Karina Toledo | Agência FAPESP – Acostumados a conviver com a
alternância entre períodos de seca e de inundações, os australianos
foram surpreendidos no fim do século 20 pela chamada Seca do Milênio,
uma estiagem sem precedentes que atingiu todo o país entre os anos de
1997 e 2009 e afetou fortemente a cidade de Melbourne, capital do estado
de Victoria.
“Foi uma seca completamente diferente do que se poderia prever com a
análise de mais de 100 anos de registros meteorológicos. Quando a
estiagem finalmente terminou, tivemos enchentes em várias cidades, além
de fortes ondas de calor. Foram batidos 123 recordes meteorológicos, de
precipitação e de temperatura, no verão de 2012/2013. No ano seguinte,
foram 156 recordes”, relatou Tony Wong, diretor executivo do Centro de
Pesquisa Cooperativa para Cidades Sensíveis à Água – uma iniciativa do
governo australiano que reúne pesquisadores de várias áreas e
instituições, indústrias e parceiros governamentais para o
desenvolvimento de soluções sociais e tecnológicas para a gestão da água
urbana.
A seca afetou fortemente o afluxo de água para os reservatórios
responsáveis pelo abastecimento de Melbourne. Em 2008, o nível da
principal represa da região, instalada no rio Thomson, era semelhante à
situação atual do sistema Cantareira, em São Paulo. Embora o nível da
represa australiana tenha melhorado nos anos seguintes, jamais retornou à
média histórica e voltou a cair recentemente.

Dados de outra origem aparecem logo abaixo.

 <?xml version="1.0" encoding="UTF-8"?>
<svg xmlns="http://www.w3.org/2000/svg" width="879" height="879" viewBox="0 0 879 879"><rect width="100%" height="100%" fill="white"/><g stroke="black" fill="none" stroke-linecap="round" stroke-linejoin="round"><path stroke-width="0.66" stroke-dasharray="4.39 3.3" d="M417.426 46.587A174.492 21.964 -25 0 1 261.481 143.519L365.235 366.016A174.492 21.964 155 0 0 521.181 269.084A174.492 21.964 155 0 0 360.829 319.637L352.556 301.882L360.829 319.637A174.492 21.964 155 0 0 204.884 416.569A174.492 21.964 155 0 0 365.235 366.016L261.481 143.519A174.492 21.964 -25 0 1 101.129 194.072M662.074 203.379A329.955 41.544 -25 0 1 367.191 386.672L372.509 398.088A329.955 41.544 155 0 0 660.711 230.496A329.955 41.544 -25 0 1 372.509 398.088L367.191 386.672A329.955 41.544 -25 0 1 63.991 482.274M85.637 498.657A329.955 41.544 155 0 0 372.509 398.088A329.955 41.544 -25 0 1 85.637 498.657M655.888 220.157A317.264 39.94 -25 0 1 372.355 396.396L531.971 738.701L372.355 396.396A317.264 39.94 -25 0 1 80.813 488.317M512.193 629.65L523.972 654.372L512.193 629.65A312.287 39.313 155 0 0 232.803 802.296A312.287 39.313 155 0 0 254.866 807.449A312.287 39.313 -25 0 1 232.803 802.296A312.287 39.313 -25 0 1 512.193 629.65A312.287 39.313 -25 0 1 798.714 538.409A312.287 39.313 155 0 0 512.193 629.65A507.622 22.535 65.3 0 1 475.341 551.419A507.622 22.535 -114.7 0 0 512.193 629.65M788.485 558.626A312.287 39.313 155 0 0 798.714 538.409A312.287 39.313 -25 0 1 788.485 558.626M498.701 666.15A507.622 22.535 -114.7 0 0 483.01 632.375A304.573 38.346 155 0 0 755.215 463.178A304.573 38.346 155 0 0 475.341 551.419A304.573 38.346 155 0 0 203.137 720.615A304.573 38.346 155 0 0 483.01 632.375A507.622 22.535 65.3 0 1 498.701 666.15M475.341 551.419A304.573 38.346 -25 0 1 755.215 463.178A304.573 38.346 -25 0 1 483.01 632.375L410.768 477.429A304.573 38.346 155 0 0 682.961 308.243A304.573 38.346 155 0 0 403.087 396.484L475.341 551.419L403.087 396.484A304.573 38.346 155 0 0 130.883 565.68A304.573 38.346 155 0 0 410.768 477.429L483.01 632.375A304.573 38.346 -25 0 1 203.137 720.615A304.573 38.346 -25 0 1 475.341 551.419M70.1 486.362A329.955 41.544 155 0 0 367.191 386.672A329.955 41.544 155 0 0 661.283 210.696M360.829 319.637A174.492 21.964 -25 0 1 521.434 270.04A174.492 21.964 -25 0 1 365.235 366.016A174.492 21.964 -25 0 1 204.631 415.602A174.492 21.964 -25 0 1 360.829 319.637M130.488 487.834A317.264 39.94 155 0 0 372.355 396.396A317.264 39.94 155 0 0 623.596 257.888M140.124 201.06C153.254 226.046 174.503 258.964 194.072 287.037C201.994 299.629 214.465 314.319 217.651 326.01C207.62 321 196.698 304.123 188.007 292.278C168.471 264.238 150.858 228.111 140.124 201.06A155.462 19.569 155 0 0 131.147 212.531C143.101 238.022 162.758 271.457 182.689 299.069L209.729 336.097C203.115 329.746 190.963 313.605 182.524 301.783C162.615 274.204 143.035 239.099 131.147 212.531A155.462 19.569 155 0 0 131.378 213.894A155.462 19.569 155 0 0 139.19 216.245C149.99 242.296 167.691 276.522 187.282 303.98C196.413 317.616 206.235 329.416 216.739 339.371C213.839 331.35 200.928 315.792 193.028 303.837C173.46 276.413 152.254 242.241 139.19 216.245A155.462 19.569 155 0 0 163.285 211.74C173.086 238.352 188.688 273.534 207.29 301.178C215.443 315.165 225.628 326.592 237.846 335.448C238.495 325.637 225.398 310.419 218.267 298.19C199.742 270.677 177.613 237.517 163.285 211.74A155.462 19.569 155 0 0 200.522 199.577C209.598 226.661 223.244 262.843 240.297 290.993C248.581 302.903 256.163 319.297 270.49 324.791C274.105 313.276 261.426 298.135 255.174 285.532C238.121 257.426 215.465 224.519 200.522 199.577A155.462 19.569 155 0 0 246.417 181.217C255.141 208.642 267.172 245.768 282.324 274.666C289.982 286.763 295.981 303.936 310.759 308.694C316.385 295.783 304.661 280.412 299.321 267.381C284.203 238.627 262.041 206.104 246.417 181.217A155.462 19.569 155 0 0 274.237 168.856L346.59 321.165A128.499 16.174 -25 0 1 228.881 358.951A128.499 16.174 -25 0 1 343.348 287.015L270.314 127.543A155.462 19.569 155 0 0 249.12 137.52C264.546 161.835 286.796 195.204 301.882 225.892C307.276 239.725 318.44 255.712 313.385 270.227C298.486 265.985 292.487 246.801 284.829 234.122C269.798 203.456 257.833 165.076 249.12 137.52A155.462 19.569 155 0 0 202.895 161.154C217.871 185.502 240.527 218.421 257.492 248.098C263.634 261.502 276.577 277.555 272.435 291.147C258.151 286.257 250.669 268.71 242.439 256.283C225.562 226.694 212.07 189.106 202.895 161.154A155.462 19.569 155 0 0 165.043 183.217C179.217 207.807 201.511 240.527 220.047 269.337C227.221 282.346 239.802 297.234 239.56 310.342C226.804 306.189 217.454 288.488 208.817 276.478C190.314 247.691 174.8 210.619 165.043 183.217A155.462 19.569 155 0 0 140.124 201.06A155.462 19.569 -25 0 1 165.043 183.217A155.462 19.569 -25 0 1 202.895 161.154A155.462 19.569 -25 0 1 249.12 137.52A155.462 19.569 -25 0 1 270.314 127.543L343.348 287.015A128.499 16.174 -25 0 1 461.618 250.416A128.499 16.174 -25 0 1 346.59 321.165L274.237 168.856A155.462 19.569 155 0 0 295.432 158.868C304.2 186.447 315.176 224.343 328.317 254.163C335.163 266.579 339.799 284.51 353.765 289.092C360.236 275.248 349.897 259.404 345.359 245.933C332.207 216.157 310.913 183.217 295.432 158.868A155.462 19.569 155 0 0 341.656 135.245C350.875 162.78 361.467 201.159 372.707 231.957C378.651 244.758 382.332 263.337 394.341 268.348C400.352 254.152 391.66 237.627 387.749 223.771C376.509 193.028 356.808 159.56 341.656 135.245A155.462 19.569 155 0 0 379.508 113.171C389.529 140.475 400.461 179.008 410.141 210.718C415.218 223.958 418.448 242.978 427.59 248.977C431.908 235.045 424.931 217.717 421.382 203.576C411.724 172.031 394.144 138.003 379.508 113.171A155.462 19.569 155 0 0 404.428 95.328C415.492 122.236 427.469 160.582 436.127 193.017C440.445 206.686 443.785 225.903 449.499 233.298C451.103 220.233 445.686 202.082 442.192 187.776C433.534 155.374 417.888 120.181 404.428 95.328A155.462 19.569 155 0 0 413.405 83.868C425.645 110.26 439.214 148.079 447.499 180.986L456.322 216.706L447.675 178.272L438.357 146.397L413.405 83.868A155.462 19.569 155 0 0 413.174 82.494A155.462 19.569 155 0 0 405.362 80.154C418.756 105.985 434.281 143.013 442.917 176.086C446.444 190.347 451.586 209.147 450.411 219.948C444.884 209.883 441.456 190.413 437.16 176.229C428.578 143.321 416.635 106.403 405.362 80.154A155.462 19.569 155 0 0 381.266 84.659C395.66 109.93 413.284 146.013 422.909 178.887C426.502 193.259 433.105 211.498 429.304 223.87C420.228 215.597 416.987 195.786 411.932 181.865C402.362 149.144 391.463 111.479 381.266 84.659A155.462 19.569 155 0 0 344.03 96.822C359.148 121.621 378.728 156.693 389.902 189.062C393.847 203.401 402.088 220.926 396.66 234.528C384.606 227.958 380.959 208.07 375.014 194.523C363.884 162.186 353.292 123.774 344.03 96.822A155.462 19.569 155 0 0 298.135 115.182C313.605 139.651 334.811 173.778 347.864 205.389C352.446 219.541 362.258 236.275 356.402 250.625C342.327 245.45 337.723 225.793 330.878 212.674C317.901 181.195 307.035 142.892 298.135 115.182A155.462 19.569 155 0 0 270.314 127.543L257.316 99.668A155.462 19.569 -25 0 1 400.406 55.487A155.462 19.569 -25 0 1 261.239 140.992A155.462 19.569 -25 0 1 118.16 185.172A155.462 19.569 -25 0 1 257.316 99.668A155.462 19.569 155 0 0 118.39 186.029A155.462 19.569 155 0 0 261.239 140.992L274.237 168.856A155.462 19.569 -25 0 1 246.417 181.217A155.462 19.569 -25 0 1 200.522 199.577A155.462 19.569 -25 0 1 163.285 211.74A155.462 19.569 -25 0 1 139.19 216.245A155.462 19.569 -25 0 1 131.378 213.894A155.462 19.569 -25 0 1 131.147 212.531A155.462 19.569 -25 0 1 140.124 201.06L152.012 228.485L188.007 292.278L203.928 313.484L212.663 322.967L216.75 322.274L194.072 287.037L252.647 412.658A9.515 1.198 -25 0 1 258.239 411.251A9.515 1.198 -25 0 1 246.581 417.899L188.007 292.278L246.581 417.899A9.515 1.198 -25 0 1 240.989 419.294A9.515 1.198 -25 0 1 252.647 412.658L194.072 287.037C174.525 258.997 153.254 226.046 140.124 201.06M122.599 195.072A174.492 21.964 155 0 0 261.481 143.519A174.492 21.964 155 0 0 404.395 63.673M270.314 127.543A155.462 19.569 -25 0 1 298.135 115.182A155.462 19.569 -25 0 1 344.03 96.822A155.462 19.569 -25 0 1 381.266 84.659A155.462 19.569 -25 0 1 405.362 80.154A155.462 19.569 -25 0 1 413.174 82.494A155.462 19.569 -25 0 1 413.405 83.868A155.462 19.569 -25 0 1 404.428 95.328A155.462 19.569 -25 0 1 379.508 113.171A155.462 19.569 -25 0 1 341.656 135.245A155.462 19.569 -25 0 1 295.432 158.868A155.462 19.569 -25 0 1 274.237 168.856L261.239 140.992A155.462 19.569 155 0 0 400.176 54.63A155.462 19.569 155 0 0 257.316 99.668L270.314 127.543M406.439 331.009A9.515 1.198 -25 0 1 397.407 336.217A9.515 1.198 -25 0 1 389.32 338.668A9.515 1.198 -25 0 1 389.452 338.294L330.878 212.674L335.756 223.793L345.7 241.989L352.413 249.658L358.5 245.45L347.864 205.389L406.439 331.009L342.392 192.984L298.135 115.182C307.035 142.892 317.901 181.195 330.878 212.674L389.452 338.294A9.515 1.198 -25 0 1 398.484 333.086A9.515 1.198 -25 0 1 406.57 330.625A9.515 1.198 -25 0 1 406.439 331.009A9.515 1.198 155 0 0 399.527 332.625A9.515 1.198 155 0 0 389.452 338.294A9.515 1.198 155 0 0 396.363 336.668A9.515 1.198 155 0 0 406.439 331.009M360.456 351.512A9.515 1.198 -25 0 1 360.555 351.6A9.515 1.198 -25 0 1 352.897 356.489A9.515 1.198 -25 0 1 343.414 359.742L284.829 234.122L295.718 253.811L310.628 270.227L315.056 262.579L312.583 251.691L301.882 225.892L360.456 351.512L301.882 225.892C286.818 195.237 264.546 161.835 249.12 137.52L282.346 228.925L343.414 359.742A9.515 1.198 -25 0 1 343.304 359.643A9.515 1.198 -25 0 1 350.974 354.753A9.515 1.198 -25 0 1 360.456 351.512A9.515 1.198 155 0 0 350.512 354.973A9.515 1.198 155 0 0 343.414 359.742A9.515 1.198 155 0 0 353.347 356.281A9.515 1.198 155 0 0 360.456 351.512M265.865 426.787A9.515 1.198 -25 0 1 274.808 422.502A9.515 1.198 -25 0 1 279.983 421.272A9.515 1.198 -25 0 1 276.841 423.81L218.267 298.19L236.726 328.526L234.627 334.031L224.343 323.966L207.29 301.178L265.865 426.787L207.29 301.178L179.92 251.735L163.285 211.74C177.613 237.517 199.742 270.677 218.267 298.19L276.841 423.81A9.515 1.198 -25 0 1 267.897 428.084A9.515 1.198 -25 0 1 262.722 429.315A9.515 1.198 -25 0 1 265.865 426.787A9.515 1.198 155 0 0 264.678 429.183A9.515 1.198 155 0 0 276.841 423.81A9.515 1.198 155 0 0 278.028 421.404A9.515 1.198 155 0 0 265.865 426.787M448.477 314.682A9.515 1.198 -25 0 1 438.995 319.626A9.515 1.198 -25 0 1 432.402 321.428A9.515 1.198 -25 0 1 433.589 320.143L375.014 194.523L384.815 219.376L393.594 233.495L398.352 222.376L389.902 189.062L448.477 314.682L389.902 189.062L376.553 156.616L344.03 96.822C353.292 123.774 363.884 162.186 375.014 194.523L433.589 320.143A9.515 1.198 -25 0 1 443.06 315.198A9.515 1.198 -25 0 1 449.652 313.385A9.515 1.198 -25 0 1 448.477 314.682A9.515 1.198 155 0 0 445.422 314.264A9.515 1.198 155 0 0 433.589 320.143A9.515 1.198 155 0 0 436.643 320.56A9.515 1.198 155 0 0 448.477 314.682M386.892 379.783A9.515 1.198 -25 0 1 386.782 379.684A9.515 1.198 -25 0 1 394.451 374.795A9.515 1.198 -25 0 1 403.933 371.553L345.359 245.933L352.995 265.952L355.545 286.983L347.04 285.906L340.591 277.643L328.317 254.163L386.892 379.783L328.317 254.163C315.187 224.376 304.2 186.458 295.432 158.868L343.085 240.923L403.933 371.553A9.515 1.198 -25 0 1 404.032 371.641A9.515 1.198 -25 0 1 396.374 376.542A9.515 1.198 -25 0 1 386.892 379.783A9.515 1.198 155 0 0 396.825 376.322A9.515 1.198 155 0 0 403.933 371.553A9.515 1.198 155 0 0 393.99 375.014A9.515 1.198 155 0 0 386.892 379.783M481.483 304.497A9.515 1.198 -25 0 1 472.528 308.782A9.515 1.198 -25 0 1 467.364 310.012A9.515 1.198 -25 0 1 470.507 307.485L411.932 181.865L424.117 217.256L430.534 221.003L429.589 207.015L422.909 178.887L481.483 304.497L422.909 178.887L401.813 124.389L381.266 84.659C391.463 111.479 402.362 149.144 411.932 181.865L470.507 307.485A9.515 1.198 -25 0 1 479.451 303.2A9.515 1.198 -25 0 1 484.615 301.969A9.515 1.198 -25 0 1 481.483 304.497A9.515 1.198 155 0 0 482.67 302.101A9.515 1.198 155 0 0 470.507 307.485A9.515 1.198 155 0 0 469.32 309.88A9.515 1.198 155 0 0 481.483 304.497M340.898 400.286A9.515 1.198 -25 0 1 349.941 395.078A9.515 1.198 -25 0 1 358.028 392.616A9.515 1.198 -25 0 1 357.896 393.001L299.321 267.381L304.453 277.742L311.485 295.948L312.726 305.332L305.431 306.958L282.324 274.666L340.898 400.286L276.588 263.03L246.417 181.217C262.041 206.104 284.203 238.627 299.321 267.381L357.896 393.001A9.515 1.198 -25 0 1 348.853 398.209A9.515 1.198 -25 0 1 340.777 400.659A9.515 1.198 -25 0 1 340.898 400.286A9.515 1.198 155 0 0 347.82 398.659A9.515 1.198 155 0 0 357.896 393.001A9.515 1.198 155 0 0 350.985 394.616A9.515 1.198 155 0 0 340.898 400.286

“Houve um momento em que ficamos realmente preocupados, pois havia
água suficiente apenas para 18 meses de abastecimento. Foi quando
tomamos a decisão de construir uma planta de dessalinização”, contou
Wong.
Em um evento realizado em São Paulo, no dia 22 de abril, com a
participação da FAPESP, Wong afirmou que a Seca do Milênio ensinou duas
importantes lições aos australianos. A primeira é que, em um cenário de
mudanças climáticas sujeito a eventos extremos, a gestão dos recursos
hídricos de uma cidade não pode se basear apenas na análise de séries
históricas de dados meteorológicos.
Além disso, a infraestrutura para o futuro deve ser planejada de modo
a acomodar os eventos extremos de maneira integrada, ou seja, as
soluções não devem mirar fenômenos como seca e enchente isoladamente.
Wong integrou a Missão de Educação para a América Latina, organizada
pelo governo de Victoria, um dos mais importantes estados australianos,
com o objetivo de fomentar colaboração acadêmica em áreas como educação,
gestão da água, planejamento urbano, agricultura e biotecnologia (Leia
mais em: http://agencia.fapesp.br/australia_quer_criar_centro_de_estudos_sobre_cidades_do_hemisferio_sul/21042/).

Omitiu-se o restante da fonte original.